Aunque era raro hacer profesión de fe feminista en el periodismo hacia fines de los ’70, lo mío no fue un acto de valor sino de orgullo al encontrar un camino que expresaba otra visión del mundo, que me daba un soporte para pensar y escribir aunque fuese la notuela más frívola y aparentemente desmarcada de toda ideología; un camino que me servía para empezar a desprogramarme y que me permitía elegir dentro de la pluralidad del movimiento (digan lo que digan aquellos y aquellas que aún hoy repiten como loros eso de achacarle al feminismo odio a los varones y poco menos que promover su extinción, confundiendo a todas las feministas con Valerie Solanas).
Bueno, ya veo que me voy a propasar una vez más del espacio acordado, contando con la indulgencia de Marta Dillon, de modo que entro en el tema que nos convoca: aterricé en este suple cuando ya el feminismo era algo orgánico en mí, después de un largo camino (pero sin haber fumado Virginia Slim) en diarios, revistas, radio, algo de TV, siempre tratando de pasar el avisito feminista, a veces entre líneas, ya se tratara de crónicas de cine o temas de la vida cotidiana, de entrevistas a Mongo Aurelio o de cuestiones específicas de género.
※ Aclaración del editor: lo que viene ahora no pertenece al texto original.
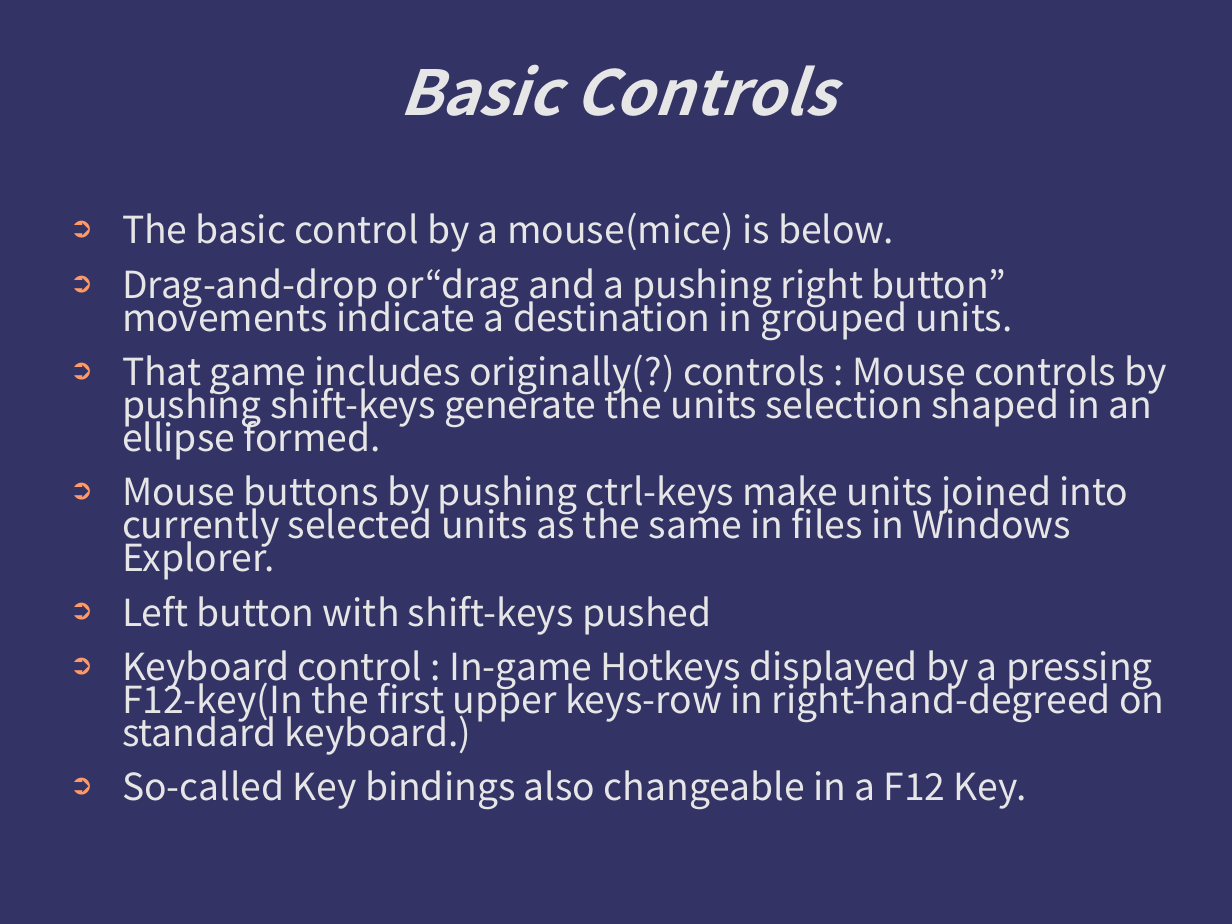
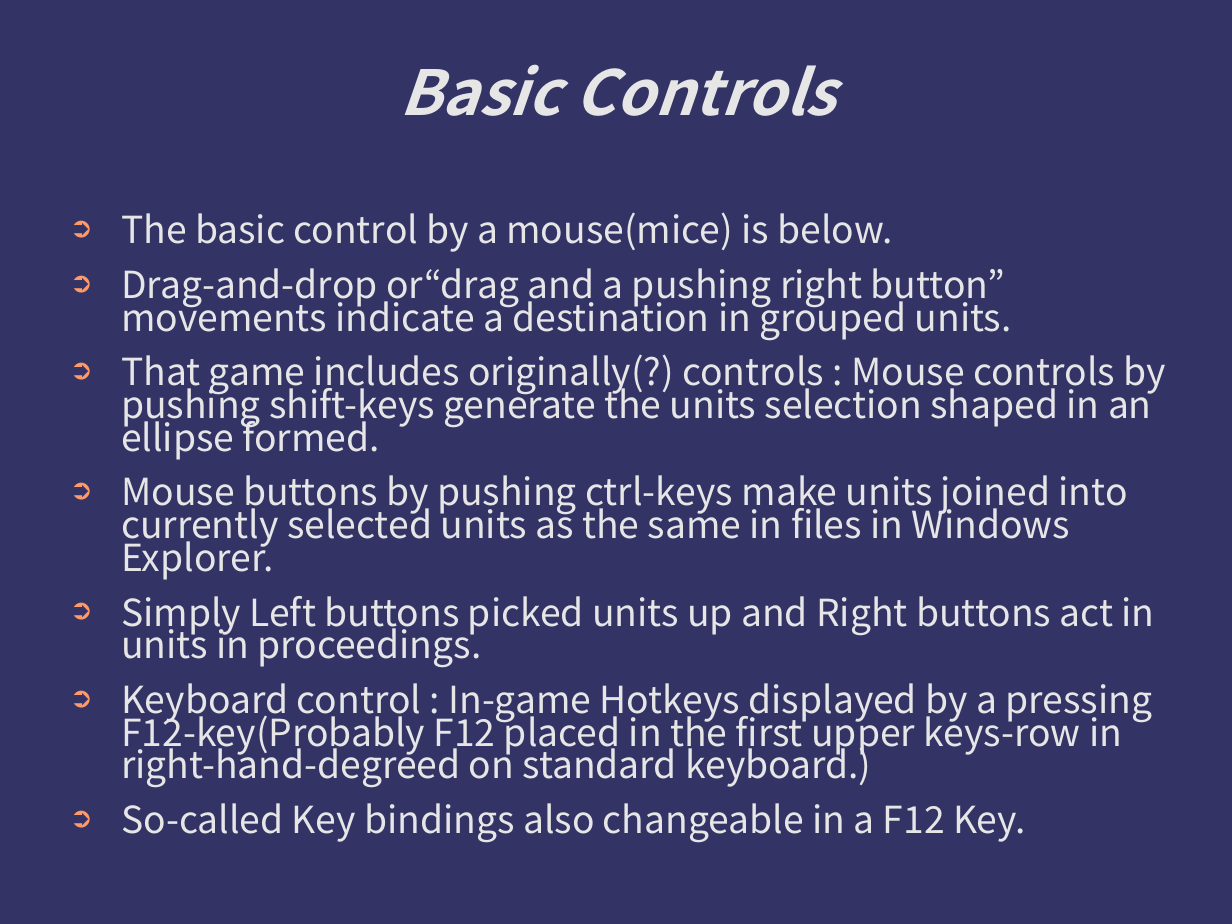
Before and after one commit to kotorize/kotorize, a slide deck: slide 4 of Manuals.ppt. Drawn at 1232x924 pixels with LibreOffice and Linux fonts; fonts in the diff are those of the drawing; background and template pictures are left out. Boxes give left, top, right and bottom in pixels: in the first picture for what was removed or moved away, otherwise in the second. Text is boxed around its words. In the diff, an @@ line names an element or a change of style, - is before the commit and + after.

```diff
--- a/Manuals.ppt
+++ b/Manuals.ppt
@@ text at (x1=121, y1=212, x2=1166, y2=843): indent changed @@
@@ text at (x1=121, y1=596, x2=1155, y2=788): text changed @@
-➲ Left button with shift-keys pushed
-➲ Keyboard control : In-game Hotkeys displayed by a pressing F12-key(In the first upper keys-row in right-hand-degreed on standard keyboard.)
+➲ Simply Left buttons picked units up and Right buttons act in units in proceedings.
+➲ Keyboard control : In-game Hotkeys displayed by a pressing F12-key(Probably F12 placed in the first upper keys-row in right-hand-degreed on standard keyboard.)
```
Also in this commit, not shown: 6 other slides changed.

Debo reconocer que tuve la buena fortuna de haber podido trabajar en casi todos los casos con un buen margen de libertad y dándome muchos gustillos, incluso meros caprichos. A veces, claro, adaptando el estilo –por ejemplo en revistas femeninas, o en la radio con la señora Magdalena– pero jamás escribiendo o diciendo nada que no suscribiría en nivel personal. E hice realmente lo que se me cantaba en cada ocasión en que trabajé con María Moreno (ídola total) en La Mujer de Tiempo Argentino, en La Porteña, en Alfonsina...
De modo que caí en Las12 con enorme contento, quizá menos dogmática y camorrera que antaño, pero con el fervor feminista intacto. Salvo alguna excepción que se me quedó atragantada –como cuando en la primera etapa la editora de entonces me bochó, ay, una entrevista a John Sayles que le ofrecí– hice las notas que quise hacer, a mi manera, sin presiones y sin chivos, sin mirar la conveniencia (porque Las12 no es una mercancía en el orden de las revistas femeninas y los suplementos actuales). Se me respetó siempre el estilo coloquial, el humor a veces maldito, los neologismos, las frases a veces interminables... Y me siento muy agradecida.
Más allá de notas más logradas, menos logradas, incluso de algún desnivel en el resultado general de algunas ediciones (nadie es perfecto, ni siquiera las periodistas feministas), para mí Las12 ha sido un lugar de privilegio y expansión, un lugar disidente, transformador, desde donde –no tengo la menor duda– estamos contribuyendo un cachito, en nuestra escala, a cambiar el mundo, la vida cotidiana, las leyes, la mirada sobre la creación artística en general, a instalar una nueva cultura en los medios (no porque el feminismo ni el periodismo feminista sean novedad, sino considerando el panorama mediático local de estos momentos), tratando de llegar a todas y a todos. Cierro robándole a otra ícono, Agnès Varda, autora de los más bellos films hechos desde una mirada genuinamente igualitaria: “En materia de feminismo hay que ser utópica, soñadora y optimista”.